Looking across many social media posts, opinions about the new Tesla Model Y are leaning positive. New Model Y owners are split on styling, with many saying the refresh looks better in person while others see echoes of Kia, Hyundai, or Xpeng. Practical concerns dominate, especially winter performance of the recessed front light bar and the height of the new headlights. Many like that the refreshed Model Y retains an indicator stalk, has improved ride quality, and has a new bumper camera.
There is a lot of buzz on social media including this long Reddit post with many responses from Tesla Model Y owners about the new Tesla Model Y “Juniper” refresh.
cpatkyanks24 posted:
“I actually quite like it from the front. Just don’t love the rear light.”
Misterfubar responded with:
“I don’t hate it. If it rides better than my 2022 Model Y Performance, I’d think about getting one but I really doubt I’ll get another Tesla.”
Agoatnamedsteve added:
“Looks like a Lucid to me”
Kornbelly commented about how the Model Y is unique:
“Tesla’s family four doors are like sports cars and family cars all in one! Who else does that?”
The Tesla Model Y’s Role and Early Demand Results for the Refreshed Model
The Tesla Model Y drives most of Tesla’s sales volume. Depending on the quarter, it drives roughly two thirds of Tesla’s global sales. The six-year-old crossover received a refresh in January, and reached broader global availability by May. However, the updated Model Y, codenamed Juniper, failed to feel truly new to shoppers. Labeling a heavy facelift as new did not seem to create the excitement that Tesla had expected.

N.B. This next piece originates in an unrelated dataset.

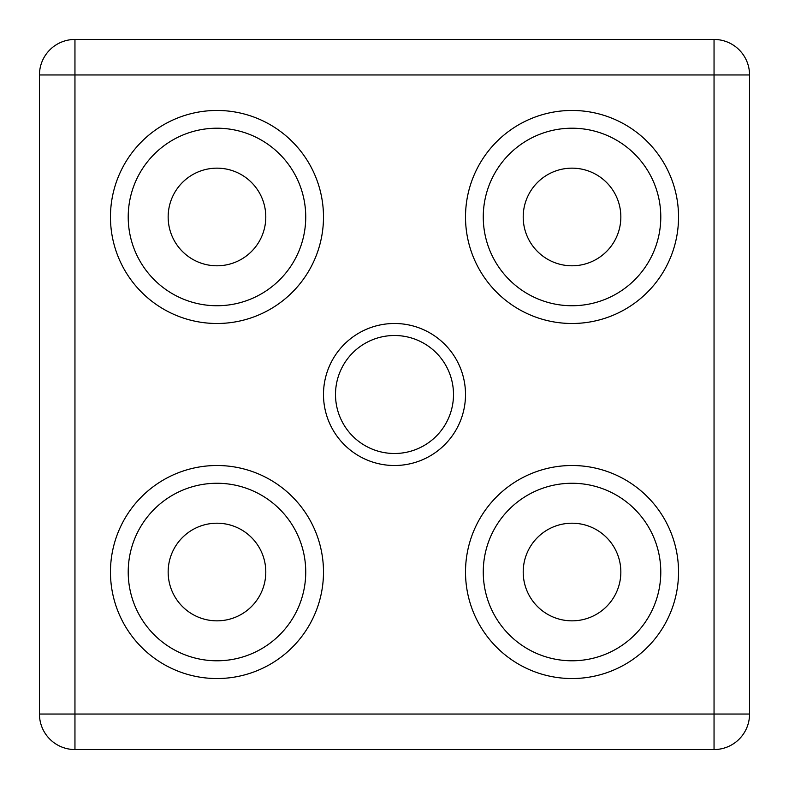 <?xml version="1.0" encoding="UTF-8"?>
<svg xmlns="http://www.w3.org/2000/svg" width="789" height="789" viewBox="0 0 789 789"><rect width="100%" height="100%" fill="white"/><g stroke="black" fill="none" stroke-linecap="round" stroke-linejoin="round"><path stroke-width="1.18" d="M335.503 394.5A58.997 58.997 0 0 0 394.5 453.497A58.997 58.997 0 0 0 453.497 394.5A58.997 58.997 0 0 0 394.5 335.503A58.997 58.997 0 0 0 335.503 394.5M323.49 394.5A71.01 71.01 0 0 1 394.5 323.49A71.01 71.01 0 0 1 465.51 394.5A71.01 71.01 0 0 1 394.5 465.51A71.01 71.01 0 0 1 323.49 394.5M749.55 74.955L749.55 714.045A35.505 35.505 0 0 1 714.045 749.55L74.955 749.55A35.505 35.505 0 0 1 39.45 714.045L39.45 74.955A35.505 35.505 0 0 1 74.955 39.45L714.045 39.45A35.505 35.505 0 0 1 749.55 74.955L714.045 74.955L714.045 714.045L74.955 714.045L74.955 74.955L714.045 74.955L714.045 39.45A35.505 35.505 0 0 1 749.55 74.955M168.156 572.025A48.819 48.819 0 0 1 216.975 523.206A48.819 48.819 0 0 1 265.794 572.025A48.819 48.819 0 0 1 216.975 620.844A48.819 48.819 0 0 1 168.156 572.025M523.206 572.025A48.819 48.819 0 0 1 572.025 523.206A48.819 48.819 0 0 1 620.844 572.025A48.819 48.819 0 0 1 572.025 620.844A48.819 48.819 0 0 1 523.206 572.025M523.206 216.975A48.819 48.819 0 0 1 572.025 168.156A48.819 48.819 0 0 1 620.844 216.975A48.819 48.819 0 0 1 572.025 265.794A48.819 48.819 0 0 1 523.206 216.975M168.156 216.975A48.819 48.819 0 0 1 216.975 168.156A48.819 48.819 0 0 1 265.794 216.975A48.819 48.819 0 0 1 216.975 265.794A48.819 48.819 0 0 1 168.156 216.975M660.788 216.975A88.763 88.763 0 0 1 572.025 305.738A88.763 88.763 0 0 1 483.262 216.975A88.763 88.763 0 0 1 572.025 128.213A88.763 88.763 0 0 1 660.788 216.975A88.763 88.763 0 0 1 572.025 305.738A88.763 88.763 0 0 1 483.262 216.975A88.763 88.763 0 0 1 572.025 128.213A88.763 88.763 0 0 1 660.788 216.975M660.788 572.025A88.763 88.763 0 0 1 572.025 660.788A88.763 88.763 0 0 1 483.262 572.025A88.763 88.763 0 0 1 572.025 483.262A88.763 88.763 0 0 1 660.788 572.025A88.763 88.763 0 0 1 572.025 660.788A88.763 88.763 0 0 1 483.262 572.025A88.763 88.763 0 0 1 572.025 483.262A88.763 88.763 0 0 1 660.788 572.025M305.738 216.975A88.763 88.763 0 0 1 216.975 305.738A88.763 88.763 0 0 1 128.213 216.975A88.763 88.763 0 0 1 216.975 128.213A88.763 88.763 0 0 1 305.738 216.975A88.763 88.763 0 0 1 216.975 305.738A88.763 88.763 0 0 1 128.213 216.975A88.763 88.763 0 0 1 216.975 128.213A88.763 88.763 0 0 1 305.738 216.975M305.738 572.025A88.763 88.763 0 0 1 216.975 660.788A88.763 88.763 0 0 1 128.213 572.025A88.763 88.763 0 0 1 216.975 483.262A88.763 88.763 0 0 1 305.738 572.025A88.763 88.763 0 0 1 216.975 660.788A88.763 88.763 0 0 1 128.213 572.025A88.763 88.763 0 0 1 216.975 483.262A88.763 88.763 0 0 1 305.738 572.025M749.55 714.045A35.505 35.505 0 0 1 714.045 749.55L714.045 714.045L749.55 714.045M74.955 749.55A35.505 35.505 0 0 1 39.45 714.045L74.955 714.045L74.955 749.55M39.45 74.955A35.505 35.505 0 0 1 74.955 39.45L74.955 74.955L39.45 74.955M465.51 216.975A106.515 106.515 0 0 1 572.025 110.46A106.515 106.515 0 0 1 678.54 216.975A106.515 106.515 0 0 1 572.025 323.49A106.515 106.515 0 0 1 465.51 216.975M465.51 572.025A106.515 106.515 0 0 1 572.025 465.51A106.515 106.515 0 0 1 678.54 572.025A106.515 106.515 0 0 1 572.025 678.54A106.515 106.515 0 0 1 465.51 572.025M110.46 216.975A106.515 106.515 0 0 1 216.975 110.46A106.515 106.515 0 0 1 323.49 216.975A106.515 106.515 0 0 1 216.975 323.49A106.515 106.515 0 0 1 110.46 216.975M110.46 572.025A106.515 106.515 0 0 1 216.975 465.51A106.515 106.515 0 0 1 323.49 572.025A106.515 106.515 0 0 1 216.975 678.54A106.515 106.515 0 0 1 110.46 572.025"/></g></svg>

Early retail signs for the refreshed Tesla Model Y point to softness. Many markets are offering discounts and low interest loans. Immediate delivery is now common, a pattern that reverses the long wait times that once defined prior Model Y cycles. This probably signals a cooled demand rather than a healthy order book. The assumption of light demand is supported by the New York Times reporting that Tesla factories producing the Model Y ran at roughly 70 percent of capacity in Q2.
International Status
European momentum also looks weak. Sweden fell 53.7 percent year over year in May, Portugal fell 68 percent, and several other markets posted similar declines. Norway stood out as an outlier with a 213% jump in May, which reads more like a localized surge than a continental recovery.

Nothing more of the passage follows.